Work published this year at FAccT, which takes a retrospective approach to identifying topics at the prior four years of FAccT conferences  (2018-2021, full proceedings papers) largely supports the above critique. In their mixed-methods study, Laufer, et al. analyze the dominant themes in FAccT scholarship, providing complementary qualitative and quantitative results that show a clear bias toward fairness and quantitative papers. Their manual, qualitative paper coding analysis shows that 69% of all publications involve fairness, with transparency and accountability each following with 26%, respectively, for which 61.3% of papers can be categorized (or self-categorize) as “STEM” or “technical” works; their unsupervised quantitative analysis using topic modeling and citation networks corroborates this finding by yielding multiple, overlapping fairness- and machine-learning-specific categories. Of particular note in their topic model analysis is that, while accountability remains relatively under-examined in relation to fairness, there has been a year-over-year increase in accountability-focused papers over the first four years of FAccT.
A natural extension of this finding is to ask how accountability fared in 2022, the fifth year of the FAccT conference. FAccT 2022 was the largest conference to-date with over twice as many submissions in comparison to 2021. Did these new additions to the FAccT corpus extend the pattern of increasing interest in sociotechnical accountability scholarship? What forms did work on accountability take this year? How did this work complement, extend, or reimagine prior work on accountability? In the remainder of this blog post, I extend the work of Laufer et al. to the FAccT 2022 proceedings, with an eye turned particularly toward these questions concerning accountability scholarship. I walk through my preliminary findings concerning the state of accountability scholarship at FAccT, and close with directions and questions for future work.

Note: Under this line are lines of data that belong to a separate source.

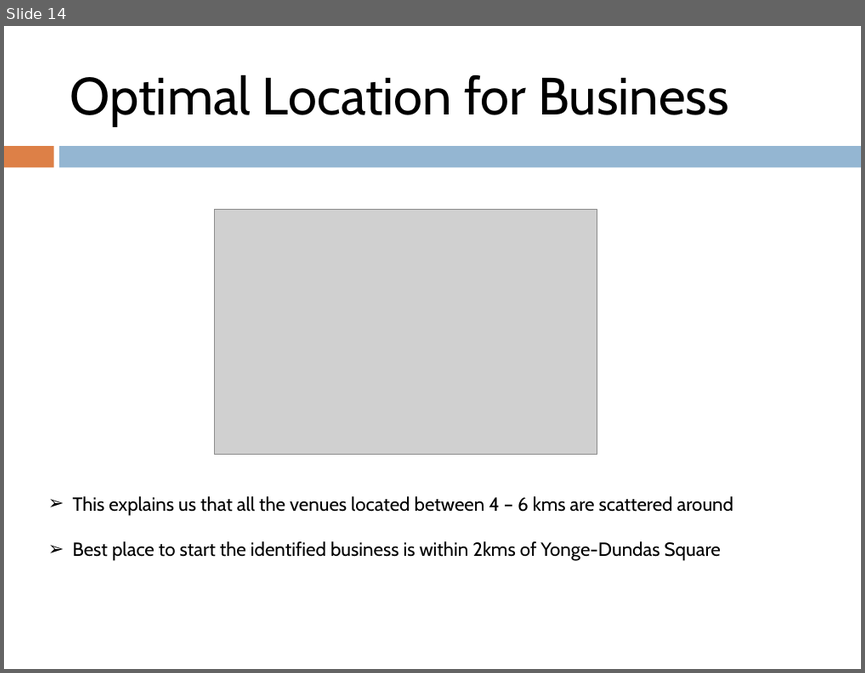
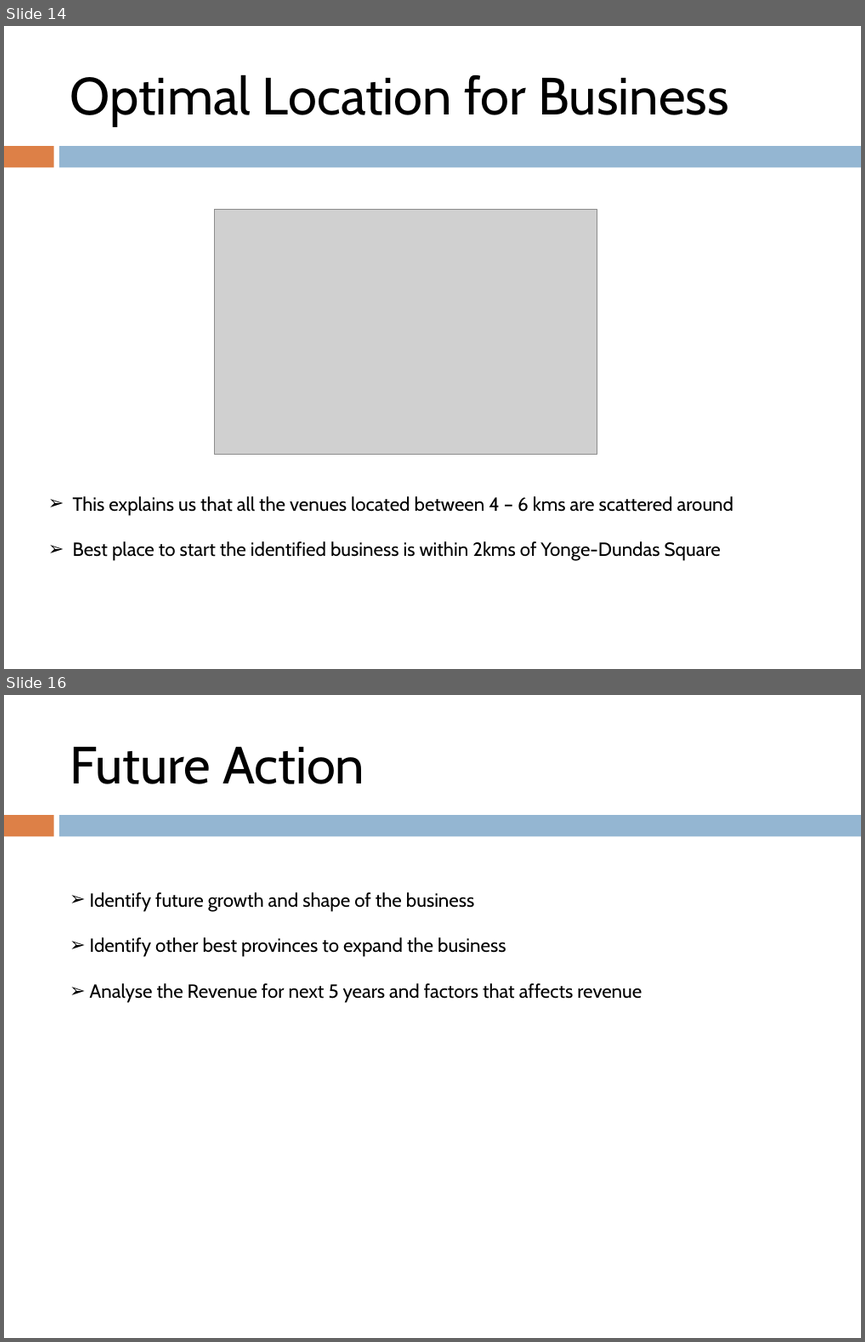
Before and after one commit to Jeyakumargd/Coursera_Capstone, a slide deck: Data Science capstone - Battle of Neighbourhoods.pptx. Shown one above the other, each under a label of ours: slide 14 before the commit, slides 14 and 16 after it; the slides between them are not shown. The pictures are 865x673 and 865x1342 pixels, drawn with LibreOffice and Linux fonts; fonts in the diff are those of the drawing; grey boxes stand for pictures. Boxes give left, top, right and bottom in pixels: in the first picture for what was removed or moved away, otherwise in the second. Text is boxed around its words. In the diff, an @@ line names an element or a change of style, - is before the commit and + after.

```diff
--- a/Data Science capstone - Battle of Neighbourhoods.pptx
+++ b/Data Science capstone - Battle of Neighbourhoods.pptx
@@ slide 16 added at [4,695,861,1338], background #FFFFFF; not listed: 2 template elements that a slide beside it also shows @@
@@ title added at [69,747,364,784], 44 pt, text #000000 @@
+Future Action
@@ text added at [90,892,642,1003], 16 pt, text #000000 @@
+➢ Identify future growth and shape of the business
+➢ Identify other best provinces to expand the business
+➢ Analyse the Revenue for next 5 years and factors that affects revenue
```
Also in this commit, not shown: 2 other slides added, 1 slide removed.

Identifying Accountability-Related Work in FAccT 2022
I scraped the 2022 FAccT proceedings, which contains the archival, full-length publications. Laufer et al. used the paper PDFs to generate their dataset, which led to various conversion and data quality errors and thus required a time-consuming, two-phase iterative cleaning process that cycled between automated and manual cleaning. This work was documented to take on the order of 50 hours for 186 papers. To avoid such a substantial time investment, rather than converting the PDF versions of the papers to text files, I pulled the html versions of the papers, which ACM creates for accessibility purposes. These versions contain the raw text and therefore are not subject to the same data quality issues as the PDFs versions. As a result, I was able to use the code repository that accompanies Laufer et al. to perform automated data cleaning with more-limited manual intervention for the 181 papers published this year.
For consistency, I applied the topic model used (and exported to the repository) by Laufer et al. to assign the 20 topics identified from 2018-2021 to the papers in 2022. I spot-checked the quality of the topic assignments by examining a random selection of papers from the corpus, and then narrowed in to look at the papers identified to have accountability as a focus.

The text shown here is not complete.